Input for this task Start Marker
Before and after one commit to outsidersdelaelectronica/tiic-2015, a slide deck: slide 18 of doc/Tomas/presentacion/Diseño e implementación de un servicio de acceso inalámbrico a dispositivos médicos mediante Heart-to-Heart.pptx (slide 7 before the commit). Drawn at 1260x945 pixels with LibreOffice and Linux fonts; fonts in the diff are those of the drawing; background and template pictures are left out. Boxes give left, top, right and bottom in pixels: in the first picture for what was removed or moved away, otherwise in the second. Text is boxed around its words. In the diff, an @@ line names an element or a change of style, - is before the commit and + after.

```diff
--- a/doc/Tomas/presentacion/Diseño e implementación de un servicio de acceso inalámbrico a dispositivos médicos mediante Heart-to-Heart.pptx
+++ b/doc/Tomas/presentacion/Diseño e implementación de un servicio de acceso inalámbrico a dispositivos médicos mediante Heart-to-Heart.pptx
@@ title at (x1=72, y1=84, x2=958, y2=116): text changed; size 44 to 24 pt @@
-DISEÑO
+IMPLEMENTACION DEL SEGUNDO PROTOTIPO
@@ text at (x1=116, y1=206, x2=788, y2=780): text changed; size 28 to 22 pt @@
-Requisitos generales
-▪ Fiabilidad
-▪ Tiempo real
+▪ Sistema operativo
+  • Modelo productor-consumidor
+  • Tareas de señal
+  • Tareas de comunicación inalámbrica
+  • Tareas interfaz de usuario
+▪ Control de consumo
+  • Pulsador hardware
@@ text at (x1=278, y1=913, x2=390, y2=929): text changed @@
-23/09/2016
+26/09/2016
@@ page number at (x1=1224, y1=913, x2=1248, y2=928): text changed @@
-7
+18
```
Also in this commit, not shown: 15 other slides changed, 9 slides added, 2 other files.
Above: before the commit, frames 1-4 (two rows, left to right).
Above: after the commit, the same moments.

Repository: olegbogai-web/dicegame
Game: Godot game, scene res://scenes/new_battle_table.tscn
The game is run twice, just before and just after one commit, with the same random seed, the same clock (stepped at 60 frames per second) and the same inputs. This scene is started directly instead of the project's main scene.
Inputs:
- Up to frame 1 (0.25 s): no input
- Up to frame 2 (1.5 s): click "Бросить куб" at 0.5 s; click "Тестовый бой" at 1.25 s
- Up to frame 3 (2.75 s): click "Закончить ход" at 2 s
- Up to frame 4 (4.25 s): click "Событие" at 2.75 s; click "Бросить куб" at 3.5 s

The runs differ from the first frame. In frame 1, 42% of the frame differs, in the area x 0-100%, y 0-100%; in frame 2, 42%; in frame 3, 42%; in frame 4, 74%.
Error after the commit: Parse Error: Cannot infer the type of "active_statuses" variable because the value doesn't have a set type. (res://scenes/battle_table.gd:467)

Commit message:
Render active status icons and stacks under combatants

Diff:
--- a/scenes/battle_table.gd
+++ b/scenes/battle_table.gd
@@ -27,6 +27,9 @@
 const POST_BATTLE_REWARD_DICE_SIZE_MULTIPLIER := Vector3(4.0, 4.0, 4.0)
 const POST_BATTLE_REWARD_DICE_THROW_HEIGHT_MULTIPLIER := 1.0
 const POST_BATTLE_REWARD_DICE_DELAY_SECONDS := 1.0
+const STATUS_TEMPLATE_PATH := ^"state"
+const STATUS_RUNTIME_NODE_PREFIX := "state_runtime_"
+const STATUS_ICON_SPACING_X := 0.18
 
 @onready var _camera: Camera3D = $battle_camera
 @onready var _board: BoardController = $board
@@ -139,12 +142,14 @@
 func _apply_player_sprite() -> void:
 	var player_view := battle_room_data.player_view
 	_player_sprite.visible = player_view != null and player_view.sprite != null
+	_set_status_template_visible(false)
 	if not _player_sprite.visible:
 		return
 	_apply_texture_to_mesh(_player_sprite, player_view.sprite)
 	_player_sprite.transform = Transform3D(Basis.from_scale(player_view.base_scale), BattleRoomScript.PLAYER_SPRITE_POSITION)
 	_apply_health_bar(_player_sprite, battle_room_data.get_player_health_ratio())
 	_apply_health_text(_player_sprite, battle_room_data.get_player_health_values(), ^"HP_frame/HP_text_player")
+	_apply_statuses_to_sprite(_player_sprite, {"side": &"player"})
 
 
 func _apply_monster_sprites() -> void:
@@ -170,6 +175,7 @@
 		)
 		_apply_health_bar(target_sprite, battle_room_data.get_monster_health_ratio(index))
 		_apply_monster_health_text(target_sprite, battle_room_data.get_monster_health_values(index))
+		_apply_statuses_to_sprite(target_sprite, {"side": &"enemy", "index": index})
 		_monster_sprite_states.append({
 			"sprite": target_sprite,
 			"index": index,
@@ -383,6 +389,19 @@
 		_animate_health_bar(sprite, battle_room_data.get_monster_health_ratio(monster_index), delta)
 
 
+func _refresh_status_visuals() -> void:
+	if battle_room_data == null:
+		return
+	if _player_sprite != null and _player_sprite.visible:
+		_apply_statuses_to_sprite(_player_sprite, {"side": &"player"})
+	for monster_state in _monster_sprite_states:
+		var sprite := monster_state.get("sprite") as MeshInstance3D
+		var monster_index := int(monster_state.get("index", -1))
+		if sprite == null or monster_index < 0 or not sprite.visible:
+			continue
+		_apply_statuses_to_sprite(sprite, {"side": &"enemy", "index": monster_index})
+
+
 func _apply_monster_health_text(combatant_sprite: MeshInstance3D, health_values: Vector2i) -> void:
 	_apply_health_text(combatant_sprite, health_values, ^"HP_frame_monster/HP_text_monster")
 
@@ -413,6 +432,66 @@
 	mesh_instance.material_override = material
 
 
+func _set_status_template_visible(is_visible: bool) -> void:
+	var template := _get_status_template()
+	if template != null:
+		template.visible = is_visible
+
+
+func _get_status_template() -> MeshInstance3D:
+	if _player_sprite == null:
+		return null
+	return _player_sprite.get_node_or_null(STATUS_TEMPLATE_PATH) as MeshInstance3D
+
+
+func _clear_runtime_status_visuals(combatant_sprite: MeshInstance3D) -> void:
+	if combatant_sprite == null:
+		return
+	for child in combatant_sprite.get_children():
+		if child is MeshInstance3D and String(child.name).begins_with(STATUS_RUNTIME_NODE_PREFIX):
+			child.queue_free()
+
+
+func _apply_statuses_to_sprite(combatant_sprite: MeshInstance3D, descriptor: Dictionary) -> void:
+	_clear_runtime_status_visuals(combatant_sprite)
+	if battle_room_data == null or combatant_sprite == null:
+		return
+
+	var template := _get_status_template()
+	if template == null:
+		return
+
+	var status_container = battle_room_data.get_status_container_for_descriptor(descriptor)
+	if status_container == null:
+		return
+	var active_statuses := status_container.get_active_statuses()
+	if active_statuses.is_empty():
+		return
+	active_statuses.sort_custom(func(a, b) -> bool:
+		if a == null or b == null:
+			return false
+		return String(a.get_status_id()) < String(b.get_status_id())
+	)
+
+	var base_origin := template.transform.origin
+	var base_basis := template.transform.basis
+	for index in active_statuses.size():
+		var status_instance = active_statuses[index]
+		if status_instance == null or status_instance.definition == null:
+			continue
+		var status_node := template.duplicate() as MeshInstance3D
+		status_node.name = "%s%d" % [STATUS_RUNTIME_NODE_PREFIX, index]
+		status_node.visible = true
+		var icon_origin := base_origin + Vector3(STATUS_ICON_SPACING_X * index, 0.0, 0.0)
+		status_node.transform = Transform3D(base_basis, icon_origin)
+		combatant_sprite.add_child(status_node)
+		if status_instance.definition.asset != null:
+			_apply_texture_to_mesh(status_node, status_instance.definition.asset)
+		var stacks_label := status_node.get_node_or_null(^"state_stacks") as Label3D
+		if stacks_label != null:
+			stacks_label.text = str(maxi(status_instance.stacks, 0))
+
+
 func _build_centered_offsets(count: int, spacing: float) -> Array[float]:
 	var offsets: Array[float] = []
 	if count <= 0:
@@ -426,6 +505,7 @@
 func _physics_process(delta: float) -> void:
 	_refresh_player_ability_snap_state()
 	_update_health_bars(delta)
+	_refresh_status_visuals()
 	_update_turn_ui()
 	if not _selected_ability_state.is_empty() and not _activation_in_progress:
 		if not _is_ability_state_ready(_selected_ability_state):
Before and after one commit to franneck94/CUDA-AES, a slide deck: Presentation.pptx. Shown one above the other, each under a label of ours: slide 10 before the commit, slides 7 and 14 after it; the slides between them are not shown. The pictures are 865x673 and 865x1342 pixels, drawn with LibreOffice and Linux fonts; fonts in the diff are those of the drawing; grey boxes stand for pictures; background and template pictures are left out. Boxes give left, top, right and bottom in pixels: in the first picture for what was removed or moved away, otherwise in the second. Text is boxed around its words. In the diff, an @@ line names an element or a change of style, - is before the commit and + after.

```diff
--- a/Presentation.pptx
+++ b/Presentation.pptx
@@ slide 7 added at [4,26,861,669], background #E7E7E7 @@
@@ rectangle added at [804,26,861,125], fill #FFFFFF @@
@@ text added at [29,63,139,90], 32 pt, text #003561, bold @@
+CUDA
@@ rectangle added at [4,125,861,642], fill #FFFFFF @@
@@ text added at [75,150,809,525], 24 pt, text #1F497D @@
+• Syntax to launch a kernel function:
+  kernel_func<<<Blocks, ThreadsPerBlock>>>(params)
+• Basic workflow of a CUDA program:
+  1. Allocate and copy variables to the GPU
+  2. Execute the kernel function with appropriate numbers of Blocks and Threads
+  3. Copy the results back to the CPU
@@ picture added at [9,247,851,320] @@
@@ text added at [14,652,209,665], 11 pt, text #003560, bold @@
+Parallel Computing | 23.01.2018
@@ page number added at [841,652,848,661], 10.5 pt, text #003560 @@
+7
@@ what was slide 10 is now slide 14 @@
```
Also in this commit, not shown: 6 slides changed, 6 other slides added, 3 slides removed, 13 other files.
Input for this task End Marker
Task objective:
Pick out every line above that holds the word "page" and copy it.

Written solution:
@@ page number at (x1=1224, y1=913, x2=1248, y2=928): text changed @@
@@ page number added at [841,652,848,661], 10.5 pt, text #003560 @@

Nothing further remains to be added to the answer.